Search code examples
pythontensorflowmachine-learningkeras

what does idx * self.batch_size do?


I'm pretty new to doing machine learning, and I stumbled upon Keras's Sequence page and was trying to understand the code block here:

from skimage.io import imread
from skimage.transform import resize
import numpy as np
import math

# Here, `x_set` is list of path to the images
# and `y_set` are the associated classes.

class CIFAR10Sequence(tf.keras.utils.Sequence):

    def __init__(self, x_set, y_set, batch_size):
        self.x, self.y = x_set, y_set
        self.batch_size = batch_size

    def __len__(self):
        return math.ceil(len(self.x) / self.batch_size)

    def __getitem__(self, idx):
        low = idx * self.batch_size
        # Cap upper bound at array length; the last batch may be smaller
        # if the total number of items is not a multiple of batch size.
        high = min(low + self.batch_size, len(self.x))
        batch_x = self.x[low:high]
        batch_y = self.y[low:high]

        return np.array([
            resize(imread(file_name), (200, 200))
               for file_name in batch_x]), np.array(batch_y)

I got stuck at __getitem__ and have no clue how low and high works, can anybody help explain to me what's happening in __getitem__? Why is low = idx * self.batch_size?
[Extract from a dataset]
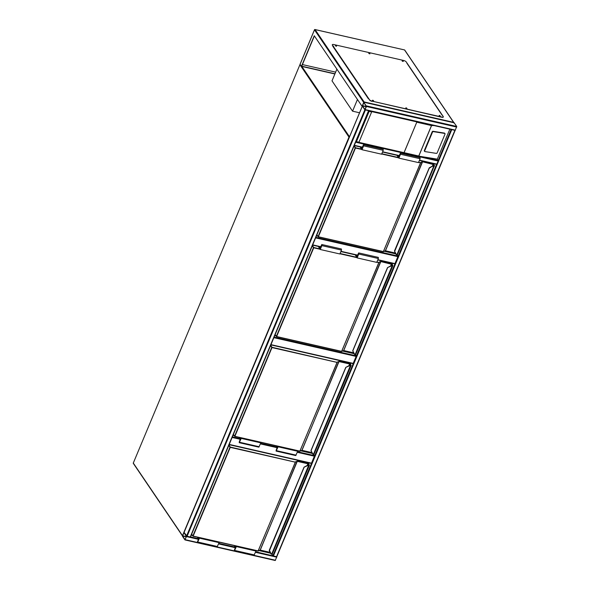 <?xml version="1.0" encoding="UTF-8"?>
<svg xmlns="http://www.w3.org/2000/svg" width="590" height="590" viewBox="0 0 590 590"><rect width="100%" height="100%" fill="white"/><g stroke="black" fill="none" stroke-linecap="round" stroke-linejoin="round"><path stroke-width="0.89" d="M352.562 111.178L332.008 80.845L336.897 69.148L332.008 80.845L352.562 111.178L357.452 99.481L352.562 111.178L359.553 112.771M377.866 259.718L394.953 263.612L397.867 256.635L315.613 237.888M394.953 263.612L377.77 259.947M315.842 237.35L397.896 256.045L397.114 254.902M397.896 256.045L397.867 256.635M270.957 344.641L353.211 363.388L356.131 356.412L273.871 337.672M353.211 363.388L270.862 344.877L352.975 363.624M274.099 337.126L356.154 355.822L355.379 354.679M356.154 355.822L356.131 356.412M229.215 444.418L311.476 463.165L314.389 456.195L297.308 452.301M311.476 463.165L229.119 444.654M297.53 451.756L314.418 455.605L313.637 454.455M314.418 455.605L314.389 456.195M276.835 556.635L275.25 560.5L185.076 539.916M184.935 539.887L186.558 536.008L184.028 532.32L182.465 536.244L184.935 539.887M186.447 536.472L183.962 532.593L182.568 536L185.061 539.658L186.447 536.472M365.144 109.873L368.521 110.64M365.38 110.065L187.082 536.303L184.087 532.372L362.385 106.134L364.915 109.821L366.449 106.488L363.706 102.446L362.385 106.134L364.856 109.777L368.794 110.706M187.082 536.303L190.496 536.989L368.721 110.795M454.123 122.794L456.726 126.466L455.17 130.39L364.996 109.806M364.952 109.534L366.375 106.141L363.882 102.483L362.489 105.89L365.004 109.541M451.475 129.549L454.846 130.316M451.217 129.49L455.126 130.383M455.052 130.471L276.555 556.687L454.853 130.456M255.699 551.768L276.555 556.687M436.578 164.352L272.882 555.684L271.901 554.231M354.339 145.31L355.726 141.991M354.229 145.583L355.836 141.725M449.853 129.18L437.323 159.13L438.193 161.041L355.785 142.256M419.409 160.406L436.659 164.367L438.193 161.041M404.18 152.434L416.894 121.909L371.766 111.621L358.912 142.36L420.294 156.394L437.323 159.13M424.652 150.915A0.671 0.509 137.7 0 0 424.955 151.578L436.357 153.393A0.671 0.509 137.7 0 0 437.153 152.899L445.015 134.107A0.671 0.509 -42.3 0 0 444.705 133.436L433.303 131.622A0.671 0.509 137.7 0 0 432.507 132.116L424.652 150.915L424.328 150.561A0.671 0.509 137.7 0 0 424.601 151.224M424.328 150.561L432.19 131.769A0.671 0.509 137.7 0 1 432.986 131.275L444.388 133.082A0.671 0.509 -42.3 0 1 444.742 133.443M434.181 125.574L431.504 125.559L416.82 122.211M368.78 110.669L369.141 111.348L356.5 141.571L355.807 141.666L359.052 142.153M404.039 152.64L416.894 121.909M439.285 115.736L439.956 116.016M405.927 108.14L406.599 108.42M372.57 100.536L373.241 100.816M335.57 45.939L336.241 46.219M368.927 53.535L369.598 53.815M402.277 61.139L402.948 61.419M314.256 35.739L301.453 66.353L300.081 64.332L314.507 29.847L363.706 102.446L362.083 106.318L314.256 35.739M334.884 73.971L301.453 66.353M334.965 73.78L301.726 66.205L314.389 35.938M368.684 98.877L333.055 46.3M407.026 63.16L442.707 115.751M335.651 72.142L302.412 64.568M442.294 115.271L406.989 63.366M333.21 46.551L332.826 46.463M364.126 101.945L315.06 29.544L404.534 49.936L453.592 122.337L453.961 123.015L453.592 122.337L364.126 101.945L363.706 102.446M402.1 60.969L403.191 61.426M402.483 60.8L403.309 61.36L402.483 60.8M368.75 53.373L369.842 53.83M369.126 53.196L369.952 53.764L369.126 53.196M335.393 45.769L336.484 46.227M335.776 45.6L336.595 46.16L335.776 45.6M372.393 100.366L373.485 100.824M372.777 100.197L373.603 100.757L372.777 100.197M405.75 107.97L406.842 108.427M406.134 107.8L406.952 108.361L406.134 107.8M439.108 115.574L440.199 116.031M439.484 115.404L440.31 115.965L439.484 115.404M369.451 99.695L332.45 45.098A2.227 0.752 -157.3 0 1 332.354 44.685A2.227 0.752 -157.3 0 1 333.726 44.53L403.575 60.453A2.227 0.752 -157.3 0 1 406.222 61.906L443.223 116.51A2.227 0.752 -157.3 0 1 443.319 116.923A2.227 0.752 -157.3 0 1 441.947 117.071L372.098 101.156A2.227 0.752 -157.3 0 1 369.451 99.695L368.625 98.486M333.66 46.396A0.443 0.376 145.9 0 0 333.239 46.514L333.269 46.308M333.188 46.499L332.45 45.098M332.332 44.788A2.227 0.752 22.7 0 0 332.273 44.877A2.227 0.752 22.7 0 0 332.369 45.29M441.947 117.071L441.866 117.27A2.227 0.752 22.7 0 0 443.238 117.115A2.227 0.752 22.7 0 0 443.26 117.012M441.866 117.27L372.098 101.156M369.37 99.887A2.227 0.752 22.7 0 0 372.017 101.347M395.602 253.538L384.791 251.075M317.376 235.712L316.601 235.535M434.011 163.769L433.731 164.44M395.779 253.899L384.319 251.288M317.634 236.089L316.476 235.823M434.306 163.836L433.93 164.735M429.321 167.973L394.747 251.2L429.247 167.907L432.64 166.026A2.227 1.866 -34.1 0 1 434.011 165.731L434.004 165.724A2.227 1.866 145.9 0 0 432.632 166.011L429.527 168.047L432.632 166.011M433.134 163.57L434.579 165.96L432.61 165.989L429.232 167.862L394.459 250.993L396.097 254.01A2.006 1.681 145.9 0 0 396.915 254.74L433.93 165.716M434.306 166.055L434.026 166.033A2.006 1.681 145.9 0 0 432.795 166.292M395.824 253.995L395.942 254.202A2.227 1.866 145.9 0 1 395.831 254.002L394.496 251.067M418.686 162.132L420.633 162.847L383.308 251.694M363.536 144.734L383.153 149.204L383.22 150.317L381.605 154.197L361.98 149.72L363.602 145.848L363.536 144.734L362.068 147.655L361.84 147.316M360.084 146.917L361.98 149.72M360.461 147.006L362.002 149.277L363.462 145.059L362.054 148.097L361.464 147.234M362.452 148.193L362.054 148.097M397.343 155.413L398.884 157.685L400.352 153.466L398.936 156.505L399.342 156.601M398.936 156.505L398.346 155.642M396.967 155.325L398.87 158.127L418.487 162.597L420.11 158.725L420.043 157.611L400.426 153.142L398.958 156.062L398.729 155.723M398.87 158.127L400.492 154.256L400.426 153.142M353.867 353.322L343.056 350.851M275.641 335.489L274.859 335.312M392.372 263.31L391.989 264.217M354.037 353.675L342.576 351.065M275.899 335.865L274.741 335.599M392.667 263.376L392.188 264.512M391.192 263.044L392.793 265.397L392.284 265.81A2.006 1.681 145.9 0 0 391.052 266.068L387.63 267.543M387.586 267.749L352.864 350.762L387.637 267.558M390.882 265.802L387.497 267.639L352.724 350.77L354.361 353.786A2.006 1.681 145.9 0 0 355.18 354.516L392.269 265.5A2.227 1.866 145.9 0 0 390.897 265.788A2.227 1.866 -34.1 0 1 392.269 265.507L392.195 265.493M354.089 353.771L354.207 353.978A2.227 1.866 145.9 0 1 354.089 353.779L352.761 350.844M376.944 261.908L378.898 262.624L341.566 351.47M321.801 244.511L341.418 248.98L341.485 250.094L339.862 253.973L320.245 249.496L321.867 245.624L321.801 244.511L320.333 247.439L319.898 246.79M318.312 246.436L320.245 249.496M318.512 246.48L320.259 249.054L321.727 244.835L320.311 247.881L319.522 246.709M320.717 247.97L320.311 247.881M355.401 254.887L357.149 257.461L358.609 253.243L357.201 256.281L357.606 256.377M357.201 256.281L356.404 255.116M355.202 254.836L357.127 257.904L376.752 262.38L378.374 258.501L378.308 257.387L358.683 252.918L357.216 255.839L356.78 255.197M357.127 257.904L358.75 254.032L358.683 252.918M312.132 453.098L301.32 450.635M233.906 435.265L233.124 435.088M350.63 363.086L350.254 363.993M312.302 453.452L300.841 450.841M234.156 435.641L232.998 435.383M350.925 363.152L350.453 364.288M349.457 362.82L351.05 365.173L350.548 365.586A2.006 1.681 145.9 0 0 349.317 365.852L345.895 367.327M345.851 367.526L311.122 450.539L345.902 367.334M349.147 365.579L345.755 367.415L310.982 450.546L312.626 453.562A2.006 1.681 145.9 0 0 313.438 454.293L350.526 365.276A2.227 1.866 145.9 0 0 349.162 365.571A2.227 1.866 -34.1 0 1 350.534 365.284L350.453 365.269M313.268 454.374A2.227 1.866 -34.1 0 1 312.361 453.562L311.019 450.62M270.677 345.312L272.012 347.281L337.156 362.4L299.831 451.247M277.337 446.136L277.89 446.947L276.149 450.76L277.293 447.316L276.334 445.907M277.293 447.316L277.691 447.404M297.338 450.694L297.729 451.276L295.701 455.561L276.076 451.084L277.064 447.456L275.958 445.819M277.713 446.217L278.111 446.807L297.729 451.276M278.111 446.807L276.076 451.084M260.448 442.286L260.846 442.869L241.229 438.4L239.193 442.684L240.182 439.049L239.068 437.411M260.846 442.869L258.811 447.154L239.193 442.684M240.831 437.81L241.229 438.4M240.455 437.728L241 438.54L239.267 442.353L240.403 438.908L239.444 437.5M240.809 439.004L240.403 438.908M270.39 552.874L259.578 550.411M192.163 535.049L191.381 534.865M308.894 462.862L308.518 463.777M270.567 553.228L259.106 550.618M192.421 535.425L191.263 535.159M309.19 462.936L308.718 464.065M307.715 462.597L309.315 464.957L308.806 465.363A2.006 1.681 145.9 0 0 307.574 465.628L304.027 467.236L307.427 465.355L304.152 467.103L269.527 550.529L270.884 553.339A2.006 1.681 145.9 0 0 271.702 554.069L308.791 465.053A2.227 1.866 145.9 0 0 307.42 465.348A2.227 1.866 -34.1 0 1 308.799 465.068L308.718 465.045M304.108 467.31L269.283 550.396M228.935 445.089L230.277 447.065L295.42 462.184L258.088 551.03M235.602 545.912L236.148 546.724L234.414 550.536L235.55 547.092L234.591 545.684M235.55 547.092L235.956 547.188M255.595 550.47L255.994 551.053L253.958 555.337L234.341 550.868L235.329 547.232L234.215 545.595M235.978 545.993L236.376 546.583L255.994 551.053M236.376 546.583L234.341 550.868M218.713 542.062L219.111 542.645L199.486 538.176L197.451 542.461L198.439 538.825L197.333 537.188M219.111 542.645L217.076 546.93L197.451 542.461M199.088 537.593L199.486 538.176M198.712 537.505L199.265 538.316L197.525 542.136L198.668 538.685L197.709 537.276M199.066 538.781L198.668 538.685M301.844 66.441L349.509 136.784M182.517 535.595L348.985 137.116L299.919 64.716L133.296 463.054L182.354 535.455A0.443 0.376 145.9 0 0 182.435 535.853A0.443 0.443 0 0 1 182.376 535.794L133.318 463.393A0.443 0.376 145.9 0 1 133.296 463.054L133.274 462.973A0.443 0.443 0 0 0 133.318 463.393M133.347 462.929L299.919 64.716A0.443 0.376 145.9 0 1 300.17 64.465M349.501 136.814A0.443 0.376 145.9 0 0 348.985 137.116L349.28 137.33M357.437 255.315L340.88 251.539M320.554 246.908L312.597 245.093M312.693 244.865L320.65 246.679M340.976 251.311L357.533 255.087M232.364 436.902L239.887 438.613M260.647 443.348L276.776 447.021M276.976 447.663L260.419 443.894M240.093 439.255L232.136 437.448M185.231 539.695L275.486 560.264M186.529 536.598L198.255 539.267M218.58 543.906L235.137 547.675M255.47 552.306L276.784 557.167M190.526 536.915L198.351 538.7M218.809 543.361L235.24 547.107M182.568 536L186.285 536.848M182.576 535.779L186.374 536.642M364.856 109.777L186.558 536.008M368.521 110.78L190.223 537.018M456.704 127.057L366.449 106.488M456.726 126.466L366.471 105.898M455.406 130.154L365.151 109.585M454.263 122.831L364.008 102.262M366.287 106.532L362.496 105.669M366.206 106.738L362.489 105.89M273.413 555.972L451.711 129.741M421.208 156.571L438.215 160.451L451.173 129.476M436.895 164.138L419.505 160.17M399.172 155.539L382.615 151.77M362.29 147.131L354.487 145.354M399.076 155.775L382.519 151.999M362.194 147.367L354.332 145.575M418.863 155.782L431.504 125.559M371.693 111.93L369.141 111.348M431.585 125.515L418.9 155.856M419.534 156.188L356.058 141.725M404.792 50.32A0.443 0.376 145.9 0 0 404.534 49.936L314.883 29.544M300.081 64.207L314.485 29.766A0.443 0.443 0 0 1 315.001 29.5L315.06 29.544A0.443 0.376 145.9 0 0 314.507 29.847L314.588 29.714M404.393 49.907L404.467 49.892A0.443 0.443 0 0 1 404.74 50.076L453.887 122.595M368.433 98.825L333.107 46.699M316.889 234.835L318.091 236.612L355.209 147.876L354.007 146.106M361.81 149.469L355.475 148.024L318.357 236.76L383.397 251.583L420.515 162.847L418.568 162.405M398.693 157.877L381.686 153.997M316.852 234.931L318.239 236.878L383.279 251.694L385.358 250.772L422.477 162.036L420.53 162.552L422.366 161.741L385.476 250.772L395.359 253.022M432.411 166.092L433.104 164.433L422.366 161.741M422.602 161.741L433.119 164.138L434.402 165.547L433.37 164.581L432.824 165.879M434.402 165.547L433.067 163.555M354.155 145.76L355.49 147.729L361.574 149.115M381.796 153.725L398.457 157.523M395.425 253.169L385.395 250.883M385.241 250.875L395.433 253.184M385.115 250.875L383.279 251.694L318.276 236.87M318.076 236.664L316.874 234.879M396.746 254.821A2.227 1.866 -34.1 0 1 395.838 254.01L396.097 254.01M395.949 254.209L397.461 254.688L434.424 165.554M433.119 164.138L433.65 164.433M383.22 150.317L363.602 145.848M400.492 154.256L420.11 158.725M275.154 334.611L276.356 336.389L313.474 247.653L312.272 245.882M320.068 249.245L313.74 247.8L276.622 336.536L341.662 351.36L378.78 262.624L376.833 262.181M356.957 257.653L339.943 253.774M275.11 334.707L276.504 336.654L341.544 351.478L343.616 350.548L380.734 261.812L378.787 262.329L380.631 261.518L343.734 350.548L353.617 352.805M390.676 265.869L391.369 264.209L380.631 261.518M380.867 261.518L391.384 263.914L392.667 265.323L391.635 264.357L391.089 265.662M355.003 354.597A2.227 1.866 -34.1 0 1 354.214 353.985L355.718 354.465L392.837 265.736L391.126 263.029M312.412 245.536L313.747 247.505L319.832 248.892M340.061 253.501L356.721 257.299M353.69 352.945L343.653 350.659M343.55 350.637L353.698 352.96M343.505 350.652L341.544 351.478L276.54 336.647M276.341 336.44L275.132 334.655M391.052 266.068L392.409 265.552M391.384 263.914L391.908 264.209M341.485 250.094L321.867 245.624M358.75 254.032L378.374 258.501M233.411 434.395L234.614 436.165L271.732 347.436L270.53 345.659M348.933 365.645L349.627 363.986L339.117 361.596L337.052 362.105L338.999 361.589L301.881 450.325L299.919 451.136L337.038 362.4L271.997 347.576L234.879 436.312L299.919 451.136L234.805 436.423M338.889 361.294L301.999 450.325L311.881 452.582M339.132 361.301L349.641 363.691L350.932 365.099L349.892 364.133L349.346 365.439M312.626 453.562L312.361 453.562A2.227 1.866 145.9 0 0 312.464 453.754L313.983 454.248L351.102 365.512L349.391 362.806M311.948 452.722L301.918 450.436M301.807 450.413L311.955 452.744M234.606 436.217L233.397 434.432M233.375 434.483L234.761 436.43L299.801 451.254L301.645 450.428M349.317 365.852L350.674 365.328M349.641 363.691L350.172 363.986M276.113 450.126L276.518 450.214M276.489 450.679L296.114 455.156M259.224 446.748L239.606 442.271M239.636 441.807L239.23 441.718M191.676 534.171L192.878 535.949L229.997 447.213L228.795 445.435M307.198 465.422L307.892 463.77L297.382 461.373L295.31 461.882L297.257 461.365L260.138 550.101L258.184 550.913L295.302 462.176L230.262 447.36L193.144 536.089L258.184 550.913L193.063 536.199M297.154 461.07L260.264 550.101L270.139 552.358M308.931 465.112L308.157 463.91L307.611 465.215M297.389 461.078L307.906 463.475L309.19 464.883L307.648 462.582M270.213 552.498L260.183 550.212M260.072 550.19L270.22 552.52M192.864 535.993L191.662 534.216M307.405 465.355L304.02 467.192L269.247 550.323L270.618 553.346L269.269 550.536M271.533 554.158A2.227 1.866 -34.1 0 1 270.618 553.346A2.227 1.866 145.9 0 0 270.729 553.531A2.227 1.866 145.9 0 0 270.729 553.538L272.248 554.025L309.367 465.289L308.917 465.031M269.254 550.514L270.884 553.339M191.639 534.267L193.026 536.207L258.066 551.03L259.902 550.205M307.574 465.628L308.954 465.045M307.906 463.475L308.437 463.762M234.378 549.902L234.783 549.991M234.754 550.455L254.371 554.932M217.489 546.524L197.864 542.055M197.893 541.591L197.488 541.495M312.582 245.13L320.54 246.937M340.865 251.576L357.422 255.345M377.755 259.976L394.71 263.841M229.112 444.683L311.24 463.401M184.995 539.931L275.25 560.5M368.794 110.75L190.496 536.989M362.356 106.075L184.065 532.283M455.17 130.39L364.915 109.821M454.197 122.779L363.942 102.21M276.828 556.658L455.126 130.427M436.659 164.367L419.394 160.436M399.069 155.804L382.504 152.028M362.179 147.397L354.251 145.59M420.294 156.394L355.903 141.718M442.146 115.234L406.857 63.167"/></g></svg>

Why is high = min(low + self.batch_size, len(self.x))?


Solution

  • The variable idx represents the index, and the function def __getitem__(self, idx): is used to fetch data from your CIFAR10Sequence dataset. When loading data from a dataset, the dataloader generates the index (idx) to sample a batch of data.

    Now, let's delve into the code within the def __getitem__(self, idx): function:

    low = idx * self.batch_size
    high = min(low + self.batch_size, len(self.x))
    batch_x = self.x[low:high]
    batch_y = self.y[low:high]
    

    This function aims to sample a batch of data from your dataset within the interval defined by low and high. For example, suppose your dataset contains 420 data. If idx = 42, and the batch size self.batch_size = 8, the def __getitem__(self, idx): function will sample data from 42×8 to 42×8+8.

    Now, let's see why the min() function is used. Consider another example: If idx = 53, 53×8 is greater than the total number of data (420). In this case, it would attempt to sample non-existent data. Therefore, through using min(low + self.batch_size, len(self.x)), this code ensures that the def __getitem__(self, idx): function does not sample data beyond the bounds of the dataset, preventing errors caused by trying to access non-existent data.